مقایسه تصادفی کتامین در مقابل بیهوشی متاهیکسیتایل در الکتروشوک درمانی
|کد مقاله||سال انتشار||مقاله انگلیسی||ترجمه فارسی||تعداد کلمات|
|34511||2014||4 صفحه PDF||سفارش دهید||3000 کلمه|
Publisher : Elsevier - Science Direct (الزویر - ساینس دایرکت)
Journal : Psychiatry Research, Volume 215, Issue 2, 28 February 2014, Pages 362–365
To assess the clinical utility of ketamine as an anesthetic agent for electroconvulsive therapy (ECT), based upon recent findings that ketamine may have antidepressant properties. Depressed ECT patients were randomly assigned to receive anesthesia with either ketamine or methohexital. Outcome measures included assessments of depressive severity, cognition, post-anesthesia side effects, and hemodynamics. Twenty one patients were treated with ketamine and 17 with methohexital. There were no significant differences in depression or cognitive outcomes between the two drugs. Additionally, there were no measures of post-anesthesia tolerability or hemodynamics which favored ketamine. Ketamine anesthesia does not accelerate the antidepressant effect of ECT or diminish the cognitive side effects, at least as measured in this study. Furthermore, there is no apparent benefit of ketamine for speed or quality of post-ECT recovery, and it is associated with higher systolic blood pressures after the treatments. Ketamine is associated with longer motor seizure duration than methohexital.
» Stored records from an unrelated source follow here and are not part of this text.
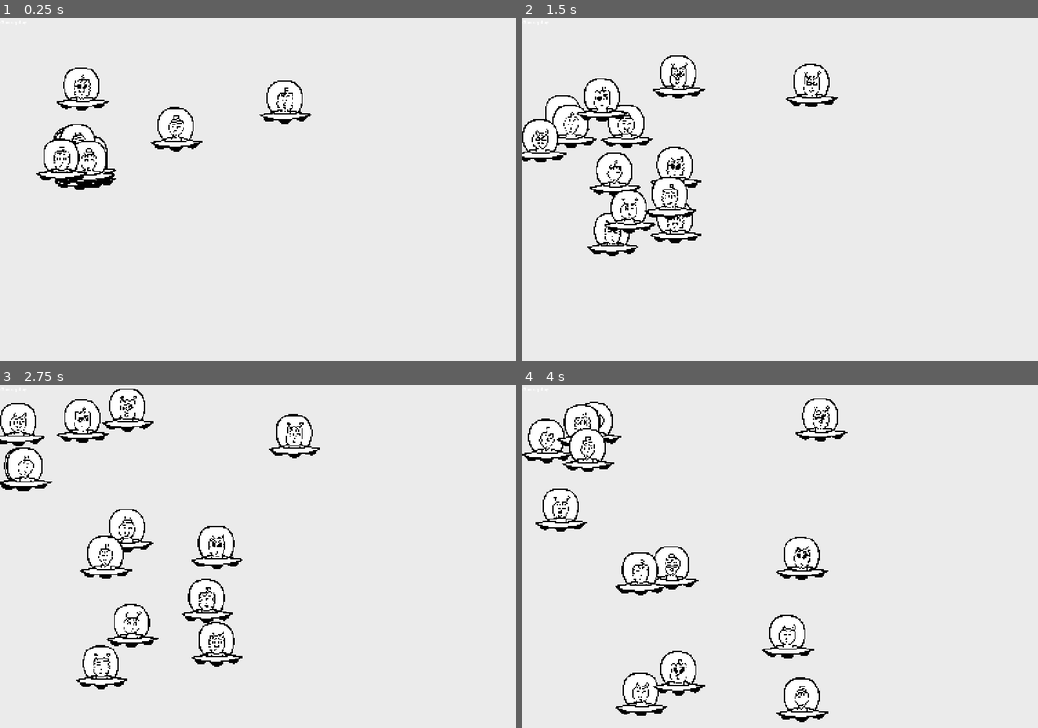
Above: before the commit, frames 1-4 (two rows, left to right).
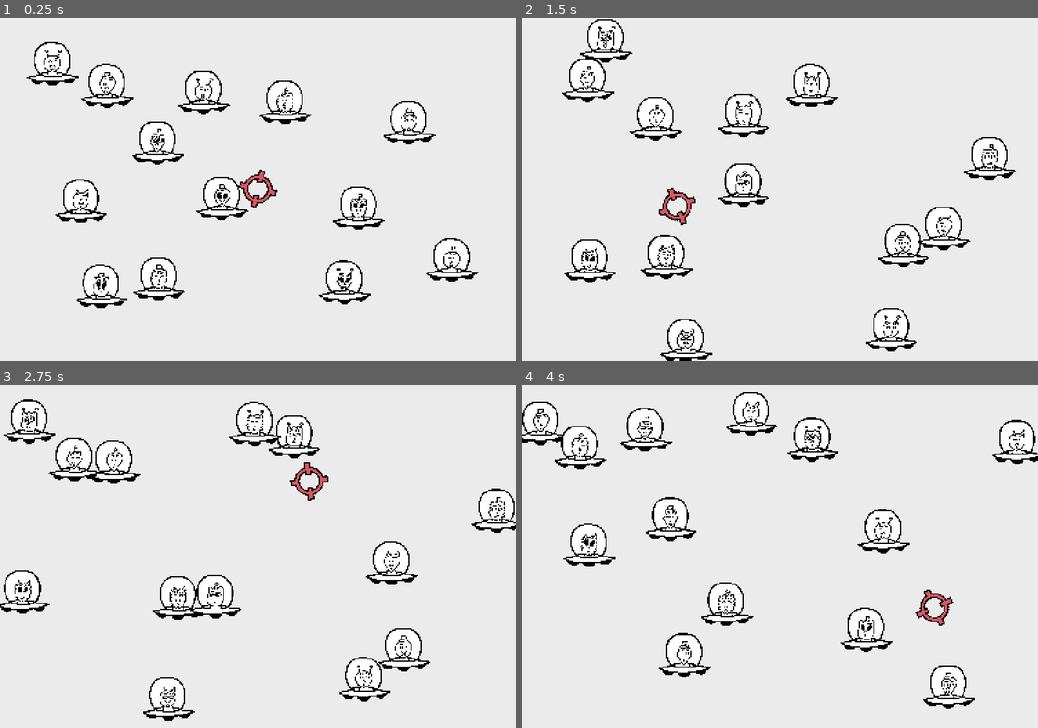
Above: after the commit, the same moments.

Repository: Pablo01bm/jaen-jam
Game: Godot game, scene res://scenes/gameplay/Gameplay.tscn
Two runs of this game, one before a commit and one after it. Both use one fixed random seed, a clock stepped at 60 frames per second and the inputs below. This scene is started directly instead of the project's main scene.
Inputs (mouse positions are in pixels of both pictures, inside the frame that each line leads up to):
- Up to frame 1 (0.25 s): no input
- Up to frame 2 (1.5 s): move the mouse to (893, 172) at 0.52 s; click (893, 172) at 0.6 s; move the mouse to (676, 206) at 1.27 s; tap R (rumble) at 1.35 s
- Up to frame 3 (2.75 s): click (154, 573) at 1.55 s; move the mouse to (309, 481) at 2.02 s; click (309, 481) at 2.1 s
- Up to frame 4 (4 s): move the mouse to (754, 625) at 2.77 s; click (754, 625) at 2.85 s; move the mouse to (934, 607) at 3.52 s; tap R (rumble) at 3.6 s; click (934, 607) at 3.8 s

The runs differ from the first frame. In frame 1, 4.8% of the frame differs, in the area x 5-93%, y 6-85%; in frame 2, 6.0%; in frame 3, 6.3%; in frame 4, 6.7%, in the area x 0-100%, y 2-99%.

Commit message:
Added level logic and bad guy logic and kill alien logic

Diff:
--- a/autoload/game_globals.gd
+++ b/autoload/game_globals.gd
@@ -1 +1,19 @@
 extends Node
+
+## Orden en el que se juegan los niveles.
+const LEVELS := [
+	"res://scenes/Level/LevelA/LevelA.tscn",
+	"res://scenes/Level/LevelB/LevelB.tscn",
+	"res://scenes/Level/LevelC/LevelC.tscn",
+]
+
+const GAME_COMPLETED_SCENE := ""
+const GAME_OVER_SCENE := ""
+
+var current_level_index: int = 0
+var score: int = 0
+
+
+func reset() -> void:
+	current_level_index = 0
+	score = 0
--- a/autoload/game_manager.gd
+++ b/autoload/game_manager.gd
@@ -1 +1,25 @@
 extends Node
+
+
+func register_level(level: Level) -> void:
+	if not level.level_completed.is_connected(_on_level_completed):
+		level.level_completed.connect(_on_level_completed)
+
+
+func start_game() -> void:
+	GameGlobals.reset()
+	get_tree().change_scene_to_file(GameGlobals.LEVELS[0])
+
+
+func _on_level_completed() -> void:
+	GameGlobals.current_level_index += 1
+
+	if GameGlobals.current_level_index >= GameGlobals.LEVELS.size():
+		get_tree().change_scene_to_file(GameGlobals.GAME_COMPLETED_SCENE)
+	else:
+		var next_level_path: String = GameGlobals.LEVELS[GameGlobals.current_level_index]
+		get_tree().change_scene_to_file(next_level_path)
+
+
+func game_over() -> void:
+	get_tree().change_scene_to_file(GameGlobals.GAME_OVER_SCENE)
--- a/scenes/Alien/Alien.tscn
+++ b/scenes/Alien/Alien.tscn
@@ -16,7 +16,8 @@
 radius = 9.29432
 
 [node name="Alien" type="CharacterBody2D" unique_id=1485095013]
-collision_layer = 2
+collision_layer = 3
+collision_mask = 3
 script = ExtResource("1_23cvm")
 
 [node name="Ovni" type="Node2D" parent="." unique_id=1608249517]
--- a/scenes/Alien/alien.gd
+++ b/scenes/Alien/alien.gd
@@ -1,8 +1,13 @@
 extends CharacterBody2D
+class_name Alien
+
+signal died(alien: Alien)
 
 var SPEED_X = RandomNumberGenerator.new()
 var SPEED_Y = RandomNumberGenerator.new()
 var RANDOM = RandomNumberGenerator.new()
+
+var is_hijoputa: bool = false
 
 @onready var face = %AlienFace
 
@@ -28,3 +33,23 @@
 
 func reroll_features():
 	face.randomize_face()
+
+func set_hijoputa(value: bool) -> void:
+	is_hijoputa = value
+
+func get_face_signature() -> Array:
+	var signature = []
+	for value in face.attributes:
+		signature.append(int(value))
+	return signature
+
+func has_same_face_as(other: Alien) -> bool:
+	return get_face_signature() == other.get_face_signature()
+
+# Llamar desde el sistema de disparo cuando el alien recibe un impacto
+func receive_hit() -> void:
+	die()
+
+func die() -> void:
+	died.emit(self)
+	queue_free()
--- /dev/null
+++ b/scenes/Level/Level.tscn
@@ -0,0 +1,6 @@
+[gd_scene format=3 uid="uid://d3lwdmwsvb7bl"]
+
+[ext_resource type="Script" uid="uid://dbwg2lodhtsc7" path="res://scenes/Level/level.gd" id="1_q3201"]
+
+[node name="Level" type="Node2D" unique_id=1784883687]
+script = ExtResource("1_q3201")
--- /dev/null
+++ b/scenes/Level/LevelA/LevelA.tscn
@@ -0,0 +1,52 @@
+[gd_scene format=3 uid="uid://c0r3fkk3u47ad"]
+
+[ext_resource type="Script" uid="uid://dbwg2lodhtsc7" path="res://scenes/Level/level.gd" id="1_pth44"]
+[ext_resource type="PackedScene" uid="uid://bovf6uisn75g4" path="res://scenes/TestingBouncing/TestingBouncing.tscn" id="2_ceoao"]
+[ext_resource type="PackedScene" uid="uid://dkhfai5amj0mv" path="res://scenes/Alien/Alien.tscn" id="3_xjaht"]
+[ext_resource type="PackedScene" uid="uid://djwh6m25juddv" path="res://scenes/player/Player.tscn" id="4_ceoao"]
+
+[node name="LevelA" type="Node2D" unique_id=1252264966]
+script = ExtResource("1_pth44")
+
+[node name="TestingBouncing" parent="." unique_id=633372936 instance=ExtResource("2_ceoao")]
+
+[node name="Player" parent="." unique_id=126226238 instance=ExtResource("4_ceoao")]
+
+[node name="Alien" parent="." unique_id=1485095013 instance=ExtResource("3_xjaht")]
+position = Vector2(1034, 528)
+
+[node name="Alien2" parent="." unique_id=2002073948 instance=ExtResource("3_xjaht")]
+position = Vector2(326, 221)
+
+[node name="Alien3" parent="." unique_id=905469524 instance=ExtResource("3_xjaht")]
+position = Vector2(830, 249)
+
+[node name="Alien4" parent="." unique_id=545454846 instance=ExtResource("3_xjaht")]
+position = Vector2(205, 499)
+
+[node name="Alien5" parent="." unique_id=806084223 instance=ExtResource("3_xjaht")]
+position = Vector2(1334, 718)
+
+[node name="Alien6" parent="." unique_id=552445047 instance=ExtResource("3_xjaht")]
+position = Vector2(475, 371)
+
+[node name="Alien7" parent="." unique_id=1918898411 instance=ExtResource("3_xjaht")]
+position = Vector2(150, 120)
+
+[node name="Alien8" parent="." unique_id=2004046912 instance=ExtResource("3_xjaht")]
+position = Vector2(590, 175)
+
+[node name="Alien9" parent="." unique_id=2147357109 instance=ExtResource("3_xjaht")]
+position = Vector2(992, 739)
+
+[node name="Alien10" parent="." unique_id=1156260577 instance=ExtResource("3_xjaht")]
+position = Vector2(264, 772)
+
+[node name="Alien11" parent="." unique_id=1766448357 instance=ExtResource("3_xjaht")]
+position = Vector2(648, 545)
+
+[node name="Alien12" parent="." unique_id=139766061 instance=ExtResource("3_xjaht")]
+position = Vector2(1161, 280)
+
+[node name="Alien13" parent="." unique_id=1799475700 instance=ExtResource("3_xjaht")]
+position = Vector2(509, 740)
--- /dev/null
+++ b/scenes/Level/level.gd
@@ -0,0 +1,80 @@
+extends Node2D
+class_name Level
+
+## Emitido cuando los 3 hijoputas han sido dedeados
+signal level_completed
+
+const HIJOPUTA_COUNT := 3
+const MAX_REROLL_TRIES := 30
+
+@export var velocidad: float = 150.0
+
+var m_aliens: Array[Alien] = []
+var m_hijoputas: Array[Alien] = []
+
+
+func _ready() -> void:
+	_collect_aliens()
+	_generate_hijoputas()
+	GameManager.register_level(self)
+
+
+func _collect_aliens() -> void:
+	m_aliens.clear()
+	for child in get_children():
+		if child is Alien:
+			m_aliens.append(child)
+			child.died.connect(_on_alien_died)
+
+
+func _generate_hijoputas() -> void:
+	print("GENERANDO MAMAHUEVOS")
+	m_hijoputas.clear()
+
+	if m_aliens.size() < HIJOPUTA_COUNT:
+		push_warning("Level: no hay suficientes alienigenas puteros para elegir %d hijoputas" % HIJOPUTA_COUNT)
+		return
+
+	var candidates := m_aliens.duplicate()
+	candidates.shuffle()
+
+	for i in range(HIJOPUTA_COUNT):
+		var alien: Alien = candidates[i]
+		alien.set_hijoputa(true)
+		m_hijoputas.append(alien)
+
+	# Una vez decididos los 3 pues que no se parezcan manin
+	for hijoputa in m_hijoputas:
+		_ensure_unique_face(hijoputa)
+
+# Este metodo cogelo con pinzas, hice lo que pude
+func _ensure_unique_face(alien: Alien) -> void:
+	var tries := 0
+	while _face_collides(alien) and tries < MAX_REROLL_TRIES:
+		alien.reroll_features()
+		tries += 1
+
+	if tries >= MAX_REROLL_TRIES:
+		push_warning("Level: no se pudo generar una cara única para %s tras %d intentos" % [alien.name, MAX_REROLL_TRIES])
+
+
+func _face_collides(alien: Alien) -> bool:
+	for other in m_aliens:
+		if other == alien:
+			continue
+		if alien.has_same_face_as(other):
+			return true
+	return false
+
+
+func _on_alien_died(alien: Alien) -> void:
+	if not alien.is_hijoputa:
+		return
+
+	m_hijoputas.erase(alien)
+	if m_hijoputas.is_empty():
+		_check_victory()
+
+
+func _check_victory() -> void:
+	level_completed.emit()
--- a/scenes/gameplay/Gameplay.tscn
+++ b/scenes/gameplay/Gameplay.tscn
@@ -1,52 +1,11 @@
 [gd_scene format=3 uid="uid://cwwdgh5o7fgjr"]
 
-[ext_resource type="PackedScene" uid="uid://bovf6uisn75g4" path="res://scenes/TestingBouncing/TestingBouncing.tscn" id="1_hhfdu"]
-[ext_resource type="PackedScene" uid="uid://dkhfai5amj0mv" path="res://scenes/Alien/Alien.tscn" id="2_1l7o1"]
+[ext_resource type="Script" uid="uid://b12jy4ur0vy7k" path="res://scenes/gameplay/gameplay.gd" id="1_1l7o1"]
 
 [node name="Gameplay" type="Node2D" unique_id=179578108]
+script = ExtResource("1_1l7o1")
 
 [node name="Label" type="Label" parent="." unique_id=1042699431]
 offset_right = 40.0
 offset_bottom = 23.0
 text = "Gameplay"
-
-[node name="TestingBouncing" parent="." unique_id=633372936 instance=ExtResource("1_hhfdu")]
-
-[node name="Alien" parent="TestingBouncing" unique_id=1485095013 instance=ExtResource("2_1l7o1")]
-position = Vector2(229, 180)
-
-[node name="Alien2" parent="TestingBouncing" unique_id=1043364454 instance=ExtResource("2_1l7o1")]
-position = Vector2(527, 350)
-
-[node name="Alien3" parent="TestingBouncing" unique_id=655139499 instance=ExtResource("2_1l7o1")]
-position = Vector2(830, 249)
-
-[node name="Alien4" parent="TestingBouncing" unique_id=2131678475 instance=ExtResource("2_1l7o1")]
-position = Vector2(229, 394)
-
-[node name="Alien5" parent="TestingBouncing" unique_id=540333937 instance=ExtResource("2_1l7o1")]
-position = Vector2(229, 394)
-
-[node name="Alien6" parent="TestingBouncing" unique_id=1260693852 instance=ExtResource("2_1l7o1")]
-position = Vector2(229, 394)
-
-[node name="Alien7" parent="TestingBouncing" unique_id=464710389 instance=ExtResource("2_1l7o1")]
-position = Vector2(229, 394)
-
-[node name="Alien8" parent="TestingBouncing" unique_id=509568830 instance=ExtResource("2_1l7o1")]
-position = Vector2(229, 394)
-
-[node name="Alien9" parent="TestingBouncing" unique_id=763163552 instance=ExtResource("2_1l7o1")]
-position = Vector2(229, 394)
-
-[node name="Alien10" parent="TestingBouncing" unique_id=1436063938 instance=ExtResource("2_1l7o1")]
-position = Vector2(229, 394)
-
-[node name="Alien11" parent="TestingBouncing" unique_id=651960408 instance=ExtResource("2_1l7o1")]
-position = Vector2(229, 394)
-
-[node name="Alien12" parent="TestingBouncing" unique_id=1414587208 instance=ExtResource("2_1l7o1")]
-position = Vector2(229, 394)
-
-[node name="Alien13" parent="TestingBouncing" unique_id=2145954485 instance=ExtResource("2_1l7o1")]
-position = Vector2(229, 394)
--- /dev/null
+++ b/scenes/gameplay/gameplay.gd
@@ -0,0 +1,6 @@
+extends Node2D
+
+
+func _ready() -> void:
+	print("HOLA")
+	GameManager.start_game()
--- a/scenes/player/Player.tscn
+++ b/scenes/player/Player.tscn
@@ -2,16 +2,24 @@
 
 [ext_resource type="Script" uid="uid://b61v1l040aqb5" path="res://scenes/player/player.gd" id="1_gfjak"]
 [ext_resource type="Texture2D" uid="uid://in4oglso3dn8" path="res://scenes/player/heircross.png" id="1_wr5hl"]
+
+[sub_resource type="CircleShape2D" id="CircleShape2D_2mw1b"]
 
 [node name="Player" type="Node2D" unique_id=126226238]
 z_index = 10
 script = ExtResource("1_gfjak")
 
 [node name="Heircross" type="Area2D" parent="." unique_id=1278668603]
+collision_layer = 0
+collision_mask = 2
 
 [node name="Sprite2D" type="Sprite2D" parent="Heircross" unique_id=548877180]
 texture = ExtResource("1_wr5hl")
 
+[node name="CollisionShape2D" type="CollisionShape2D" parent="Heircross" unique_id=246887953]
+scale = Vector2(1.795, 1.795)
+shape = SubResource("CircleShape2D_2mw1b")
+
 [node name="AfterShoot" type="Timer" parent="." unique_id=1624877960]
 wait_time = 0.75
 one_shot = true
--- a/scenes/player/player.gd
+++ b/scenes/player/player.gd
@@ -11,3 +11,10 @@
 
 	if Input.is_action_just_pressed("shoot"):
 		$AfterShoot.start()
+		_shoot()
+
+
+func _shoot() -> void:
+	for body in $Heircross.get_overlapping_bodies():
+		if body is Alien:
+			body.receive_hit()
Not shown, added: scenes/Level/level.gd.uid
Not shown, added: scenes/gameplay/gameplay.gd.uid

The n-methyl-d-aspartate (NMDA) receptor blocking agent ketamine has been studied as an antidepressant agent, with several placebo-controlled trials indicating that even a single small dose, typically 0.5 mg/kg, can effect rapid benefit (Berman et al., 2000, Zarate et al., 2006 and Diazgranados et al., 2010). Based on these findings, there has been interest in the use of ketamine to enhance the antidepressant efficacy of ECT. There are three comparative trials using ketamine to augment other anesthetics. In one (Loo et al., 2012), ketamine augmentation of thiopental anesthesia, compared to placebo augmentation of thiopental, appeared to be associated with enhanced reductions in depression ratings after the first week of treatment but not at 2 weeks or at the end of treatment. Abdallah et al. (2012) also compared ketamine augmention of thiopental to thiopental alone and found that ketamine was not associated with any acceleration of the antidepressant effect of ECT. Jarventausta et al. (2013) found that ketamine augmentation of propofol anesthesia did not enhance or accelerate the antidepressant efficacy of ECT with propofol alone. In two trials in which ketamine was used as the sole anesthetic, Wang et al. (2012) only treated patients with ECT on one occasion, which differs markedly from routine clinical practice, and Okamoto et al. (2010) did not assign patients to anesthetic group randomly, which detracts from the scientific quality of the data. However, both of those trials did find evidence, like Loo et al. ( 2012), that ketamine was associated with an early enhancement of the antidepressant effect of ECT that was not sustained by the end of the treatment course. There is a need for further research to elaborate the role of ketamine as the sole anesthetic compared to another anesthetic during a course of ECT to assess depression outcomes. Additionally, there has been some suggestion from basic science literature that ketamine may protect against the cognitive side effects of ECT (Rasmussen et al., 1996 and MacPherson and Loo, 2010). Herein, we report the results of a randomized controlled trial comparing anesthesia during ECT with ketamine versus methohexital utilizing outcome assessments of depression and cognition. We also assessed other variables to test the tolerability and safety of ketamine anesthesia for ECT, including post-treatment side effects and hemodynamics.